C’était ces jours nous vouant au déchirant et au contradictoire. Paysage plane, façades assoupies, le ciel les surplombe en y jetant des nuages ventrus, de l’encre claire ou même du silence. Dans ce morceau de Hainaut, la Brasserie des Carrières n’est-elle pas le cadre idéal pour un voyage en mots au cœur de l’univers de la bière…

Temps de lecture : 8 min

Il a été animateur, spécialiste de courses hippiques, partenaire d’entraînement d’un jour de Bjorn Borg et d’Ilie Nastase, et même footballeur amateur… Mais Christian Deglas, Enghiennois pur jus, journaliste touche à tout, passionné de musique et de chats, est surtout un amoureux inconditionnel de la bière, à laquelle il a consacré plusieurs ouvrages, et une figure incontournable du petit monde brassicole belge.

C’est aussi lui qui a présidé à plusieurs reprises le concours des meilleures bières wallonnes organisé par l’Apaq-w. Il se murmure qu’une nouvelle édition pourrait même être remise sur rail…

Quand la bière s’invite dans les médias

Cette passion pour la bière ne date pas d’hier. Elle remonte à l’époque de sa vie estudiantine. « Le seul diplôme original que j’ai obtenu, c’est celui de roi des bleus » sourit celui qui a commencé sa vie de journaliste au magazine « Pourquoi Pas ? » avant de rejoindre « Paris Match Belgique », où il est l’un des rares journalistes brassicoles à officier dans notre pays.

La bière, «cet art conjugué à des moyens techniques de plus en plus performants  qui en préservent néanmoins l’authenticité »
La bière, «cet art conjugué à des moyens techniques de plus en plus performants qui en préservent néanmoins l’authenticité » - M-F V.

C’est d’ailleurs un peu lui qui a amené le houblon dans les pages des médias généralistes en lançant, au début des années 2000, une rubrique « bières » dans le magazine « Le Vif/L’Express ».

En tant que collaborateur à RTL, où il couvre les courses hippiques et un peu le cyclisme quand il s’invite sur les routes wallonnes, il participe à quelques émissions au cours desquelles on évoque la bière, notamment « Y en aura pour tout le monde », avec Hervé Meillon, « à la fin desquelles on décapsulait quelques bouteilles à l’antenne » se souvient-il.

En marge de son quotidien de journaliste généraliste, il rédige également une chronique sur les bières belges les plus connues dans les publications de feu la Sabena à destination des gens qui voyagent en Belgique, mais aussi des articles dans le cadre du salon de l’alimentation et d’autres manifestations autour de la gastronomie et des boissons alcoolisées bien de chez nous.

Bien que retraité depuis quelques années, on fait actuellement toujours appel à son expertise et à ses connaissances encyclopédiques pour animer des conférences ou des expositions consacrées à la bière.

Les vertus du houblon

Mais qu’est-ce qui fait courir Christian Deglas ? « La bière, un art conjugué à des moyens techniques de plus en plus performants qui en préservent néanmoins l’authenticité ». Pour ce spécialiste, la bière est un produit naturel dont les matières premières doivent rester « la levure, les céréales et le houblon, ou  Humulus lupulus, qui fait partie de la catégorie des Cannabaceae qui ne possède que deux spécimens de plantes, le houblon et… le cannabis ».

En plus d’apporter une amertume typique à son produit, il est aussi un antiseptique très efficace permettant la purification des eaux nécessaires pour le brassin.

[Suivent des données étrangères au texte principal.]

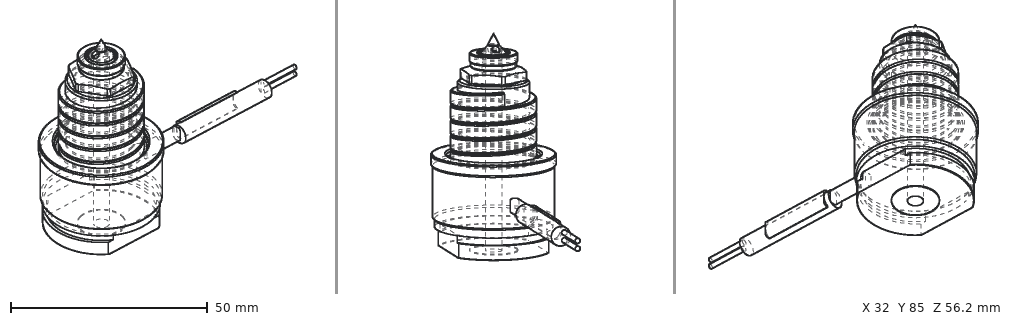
import cadquery as cq
import math


TOTAL_HEIGHT = 56.2
TOTAL_LENGTH = 85.0
FLANGE_RADIUS = 16.0

BOSS_RADIUS = 6.1
BOSS_HEIGHT = 0.25
FOOT_RADIUS = 15.0
FOOT_TOP_Z = 4.1
FOOT_CHAMFER = 0.2
UNDERCUT_RADIUS = 14.0
UNDERCUT_TOP_Z = 6.1
FLATS_WIDTH = 24.0

SKIRT_RADIUS = 15.05
BODY_RADIUS = 15.55
BODY_BOTTOM_Z = 8.2
FLANGE_BOTTOM_Z = 21.9
FLANGE_TOP_Z = 25.1
STEP_CHAMFER = 0.5
FLANGE_CHAMFER = 0.3

RECESS_RADIUS = 12.0
RECESS_DEPTH = 1.7
RECESS_CHAMFER = 0.4

CORE_RADIUS = 9.2
CORE_TOP_Z = 44.0
CORE_CHAMFER = 0.5
RIDGE_RADIUS = 11.0
RIDGE_HEIGHT = 3.4
RIDGE_PITCH = 3.9
RIDGE_CHAMFER = 0.3
RIDGE_TURNS = 5.1
RIDGE_END_TOP_Z = 42.75
RIDGE_END_ANGLE = 87.5
RIDGE_OVERLAP = 0.7

NECK_RADIUS = 7.0
NUT_SIDES = 6
NUT_BOTTOM_Z = 44.45
NUT_FLATS_WIDTH = 15.3
NUT_CORNER_RADIUS = 8.6
NUT_EDGE_Z = 46.6
NUT_TOP_Z = 47.4
COLLAR_WAIST_RADIUS = 5.5
COLLAR_NECK_RADIUS = 5.9
COLLAR_NECK_BOTTOM_Z = 47.8
COLLAR_NECK_TOP_Z = 48.8
COLLAR_RADIUS = 6.1
COLLAR_BOTTOM_Z = 49.1
COLLAR_TOP_Z = 51.25
COLLAR_CHAMFER = 0.25

TIP_RADIUS = 1.45
TIP_BASE_Z = 53.1
TIP_BAND_HEIGHT = 0.25
TORPEDO_RADIUS = 3.3
TORPEDO_BASE_Z = TIP_BASE_Z - (TORPEDO_RADIUS - TIP_RADIUS)
MOAT_RADIUS = 3.9
MOAT_CHAMFER = 0.3
MOAT_DEPTH = 1.3

BORE_RADIUS = 2.0
BORE_TOP_Z = 51.3
OUTLET_RADIUS = 1.0
OUTLET_Y = 2.1
OUTLET_Z = TIP_BASE_Z - (OUTLET_Y - TIP_RADIUS)
OUTLET_ANGLE = 45.0

CABLE_Z = 14.45
CABLE_X = -0.8
CABLE_WIDTH = 2.4
CABLE_HEIGHT = 3.8
CABLE_FILLET = 0.7
CABLE_START_Y = 12.75
SLEEVE_Z = 14.5
SLEEVE_RADIUS = 2.55
SLEEVE_START_Y = 27.4
SLEEVE_END_Y = 57.6
PAD_START_Y = 28.9
PAD_END_Y = 48.9
PAD_INNER_X = -1.0
PAD_OUTER_X = -2.6
PAD_HEIGHT = 4.9
PAD_FILLET = 1.0
WIRE_RADIUS = 0.7
WIRE_X = -0.9
WIRE_SPACING = 2.0
WIRE_END_Y = TOTAL_LENGTH - FLANGE_RADIUS


def revolved(points):
    """Solid of revolution about Z from (radius, z) points."""
    return cq.Workplane("XZ").polyline(points).close().revolve(360, (0, 0), (0, 1))


def along_y(x, z, start_y, end_y):
    """Workplane at (x, start_y, z) facing +Y, with the length to extrude."""
    plane = cq.Plane(origin=(x, start_y, z), xDir=(1, 0, 0), normal=(0, 1, 0))
    return cq.Workplane(plane), end_y - start_y


def make_base():
    foot = revolved([
        (0, 0),
        (BOSS_RADIUS, 0),
        (BOSS_RADIUS, BOSS_HEIGHT),
        (FOOT_RADIUS - FOOT_CHAMFER, BOSS_HEIGHT),
        (FOOT_RADIUS, BOSS_HEIGHT + FOOT_CHAMFER),
        (FOOT_RADIUS, FOOT_TOP_Z),
        (UNDERCUT_RADIUS, FOOT_TOP_Z),
        (UNDERCUT_RADIUS, UNDERCUT_TOP_Z),
        (0, UNDERCUT_TOP_Z),
    ])
    flats = cq.Workplane("XY").rect(FLATS_WIDTH, 2 * FOOT_RADIUS).extrude(UNDERCUT_TOP_Z)
    return foot.intersect(flats)


def make_body():
    recess_floor_z = FLANGE_TOP_Z - RECESS_DEPTH
    return revolved([
        (0, UNDERCUT_TOP_Z),
        (SKIRT_RADIUS, UNDERCUT_TOP_Z),
        (SKIRT_RADIUS, BODY_BOTTOM_Z),
        (BODY_RADIUS, BODY_BOTTOM_Z + STEP_CHAMFER),
        (BODY_RADIUS, FLANGE_BOTTOM_Z),
        (FLANGE_RADIUS, FLANGE_BOTTOM_Z + STEP_CHAMFER),
        (FLANGE_RADIUS, FLANGE_TOP_Z - FLANGE_CHAMFER),
        (FLANGE_RADIUS - FLANGE_CHAMFER, FLANGE_TOP_Z),
        (RECESS_RADIUS + RECESS_CHAMFER, FLANGE_TOP_Z),
        (RECESS_RADIUS, FLANGE_TOP_Z - RECESS_CHAMFER),
        (RECESS_RADIUS, recess_floor_z + RECESS_CHAMFER),
        (RECESS_RADIUS - RECESS_CHAMFER, recess_floor_z),
        (0, recess_floor_z),
    ])


def make_core():
    return revolved([
        (0, FLANGE_BOTTOM_Z),
        (CORE_RADIUS, FLANGE_BOTTOM_Z),
        (CORE_RADIUS, CORE_TOP_Z - CORE_CHAMFER),
        (CORE_RADIUS - CORE_CHAMFER, CORE_TOP_Z),
        (NECK_RADIUS, CORE_TOP_Z),
        (NECK_RADIUS, NUT_BOTTOM_Z),
        (0, NUT_BOTTOM_Z),
    ])


def make_ridge():
    """Right-hand helical ridge that ends with a flat face on the +Y side."""
    climb = RIDGE_TURNS * RIDGE_PITCH
    half_height = RIDGE_HEIGHT / 2
    start_z = RIDGE_END_TOP_Z - half_height - climb
    inner_radius = CORE_RADIUS - RIDGE_OVERLAP
    helix = cq.Wire.makeHelix(RIDGE_PITCH, climb, RIDGE_RADIUS)
    profile = cq.Workplane("XZ").polyline([
        (inner_radius, -half_height),
        (RIDGE_RADIUS, -half_height),
        (RIDGE_RADIUS, half_height - RIDGE_CHAMFER),
        (RIDGE_RADIUS - RIDGE_CHAMFER, half_height),
        (inner_radius, half_height),
    ]).close()
    ridge = profile.sweep(cq.Workplane(helix), isFrenet=True)
    start_angle = RIDGE_END_ANGLE - 360 * (RIDGE_TURNS % 1)
    return ridge.rotate((0, 0, 0), (0, 0, 1), start_angle).translate((0, 0, start_z))


def make_nut():
    half_side_angle = 180 / NUT_SIDES
    corner_diameter = NUT_FLATS_WIDTH / math.cos(math.radians(half_side_angle))
    hexagon = (
        cq.Workplane("XY", origin=(0, 0, NUT_BOTTOM_Z))
        .polygon(NUT_SIDES, corner_diameter)
        .extrude(NUT_TOP_Z - NUT_BOTTOM_Z)
        .rotate((0, 0, 0), (0, 0, 1), half_side_angle)
    )
    turned_blank = revolved([
        (0, NUT_BOTTOM_Z),
        (NUT_CORNER_RADIUS, NUT_BOTTOM_Z),
        (NUT_CORNER_RADIUS, NUT_EDGE_Z),
        (COLLAR_WAIST_RADIUS, NUT_TOP_Z),
        (0, NUT_TOP_Z),
    ])
    return hexagon.intersect(turned_blank)


def make_collar_and_tip():
    moat_floor_z = COLLAR_TOP_Z - MOAT_DEPTH
    return revolved([
        (0, NUT_TOP_Z),
        (COLLAR_WAIST_RADIUS, NUT_TOP_Z),
        (COLLAR_NECK_RADIUS, COLLAR_NECK_BOTTOM_Z),
        (COLLAR_NECK_RADIUS, COLLAR_NECK_TOP_Z),
        (COLLAR_RADIUS, COLLAR_BOTTOM_Z),
        (COLLAR_RADIUS, COLLAR_TOP_Z - COLLAR_CHAMFER),
        (COLLAR_RADIUS - COLLAR_CHAMFER, COLLAR_TOP_Z),
        (MOAT_RADIUS + MOAT_CHAMFER, COLLAR_TOP_Z),
        (MOAT_RADIUS, COLLAR_TOP_Z - MOAT_CHAMFER),
        (MOAT_RADIUS, moat_floor_z),
        (TORPEDO_RADIUS, moat_floor_z),
        (TORPEDO_RADIUS, TORPEDO_BASE_Z),
        (TIP_RADIUS, TIP_BASE_Z),
        (TIP_RADIUS, TIP_BASE_Z + TIP_BAND_HEIGHT),
        (0, TOTAL_HEIGHT),
    ])


def make_melt_channel():
    """Central bore with two outlets sloping up to the cone on the -Y and +Y sides."""
    channel = cq.Workplane("XY").circle(BORE_RADIUS).extrude(BORE_TOP_Z)
    slope = math.tan(math.radians(OUTLET_ANGLE))
    meeting_z = OUTLET_Z - OUTLET_Y * slope
    outlet_length = 2 * OUTLET_Y / math.cos(math.radians(OUTLET_ANGLE))
    for side in (-1, 1):
        plane = cq.Plane(
            origin=(0, 0, meeting_z),
            xDir=(1, 0, 0),
            normal=(0, side, slope),
        )
        channel = channel.union(cq.Workplane(plane).circle(OUTLET_RADIUS).extrude(outlet_length))
    return channel


def make_cable():
    jacket_plane, jacket_length = along_y(CABLE_X, CABLE_Z, CABLE_START_Y, SLEEVE_START_Y)
    cable = jacket_plane.rect(CABLE_WIDTH, CABLE_HEIGHT).extrude(jacket_length)
    cable = cable.edges("|Y").fillet(CABLE_FILLET)

    sleeve_plane, sleeve_length = along_y(0, SLEEVE_Z, SLEEVE_START_Y, SLEEVE_END_Y)
    cable = cable.union(sleeve_plane.circle(SLEEVE_RADIUS).extrude(sleeve_length))

    pad_x = (PAD_INNER_X + PAD_OUTER_X) / 2
    pad_plane, pad_length = along_y(pad_x, SLEEVE_Z, PAD_START_Y, PAD_END_Y)
    pad = pad_plane.rect(PAD_INNER_X - PAD_OUTER_X, PAD_HEIGHT).extrude(pad_length)
    cable = cable.union(pad.edges("|Y and <X").fillet(PAD_FILLET))

    for offset_z in (-WIRE_SPACING / 2, WIRE_SPACING / 2):
        wire_plane, wire_length = along_y(WIRE_X, CABLE_Z + offset_z, SLEEVE_END_Y, WIRE_END_Y)
        cable = cable.union(wire_plane.circle(WIRE_RADIUS).extrude(wire_length))
    return cable


nozzle = make_core().union(make_ridge())
nozzle = nozzle.union(make_nut()).union(make_collar_and_tip())
housing = make_base().union(make_body()).union(make_cable())
result = housing.union(nozzle).cut(make_melt_channel())

Cette plante est par ailleurs réputée pour procurer un sentiment de détente. Cette spécificité naturelle constitue sa propriété la plus naturelle au point qu’au cours du XXème  siècle déjà, elle donna lieu à une catégorie de bières à part entière appelée I.P.A. (Indian Pale Ale) car lors du rapprovisionnement vers les nombreuses colonies britanniques dans le sud du globe, les Anglais ajoutaient du houblon dans les fûts des transports d’eaux potables, lui évitant ainsi toute infection.

Au fil du temps, il s’est avéré que ce goût d’amertume plaisait tellement aux équipages de ces bateaux que les brasseurs anglais en firent une boisson spécifique à la base du fameux « pale ale » L’échelle des taux de densité dans l’amertume de ces bières s’appellent EBU (European Bitterness Unity). Au plus élevé est ce numéro, au plus amère sera la bière.

L’Orval et la Westmalle Triple, fleurons belges

L’Orval et la Westmalle Triple sont les bières favorites du président des journalistes brassicoles belges qui en apprécie l’amertume (très importante pour lui), la pureté, l’absence d’additif et le pouvoir apaisant.

Ah, l’Orval, parlons-en donc plus longuement avec lui. Rien que de l’eau, de la levure, du malt, du sucre et du houblon, voilà, comment il résume cette vénérable Dame qu’il considère comme la plus simple des trappistes à l’abondante mousse perlée. Elle présente, à ses yeux, un solide houblonnage sur un fond faiblement alcoolisé (5,2 % mais 6,2 % sur l’étiquette) malgré sa double fermentation. « C’est une bière que je bois en toute confiance ».

Christian Deglas n’aime rien moins qu’évoquer les mystères et légendes qui entourent la célèbre abbaye calfeutrée dans nos Ardennes. C’est dans les sources encore pures qui baignent ses alentours que Mathilde, duchesse de Toscane et tante de Godefroid de Bouillon, perdit son anneau nuptial, souvenir de son époux mort aux croisades. C’est une truite qui lui ramènera son bijou à la surface et donna naissance à la légende du Val d’Or, baptisée poétiquement « Orval ».

Le zythologue considère la Westmalle Triple comme un autre fleuron belge, issu, quant à lui, de l’abbaye Notre-Dame du Sacré-Cœur d’une section de la commune de Malle, en Campine anversoise. Sa forte teneur en alcool alliée à un savant dosage de houblon et de malt clair constitue, pour lui, « un véritable délice » dont l’arrière-goût laisse « une impression très agréable d’amertume douce comme du beurre ».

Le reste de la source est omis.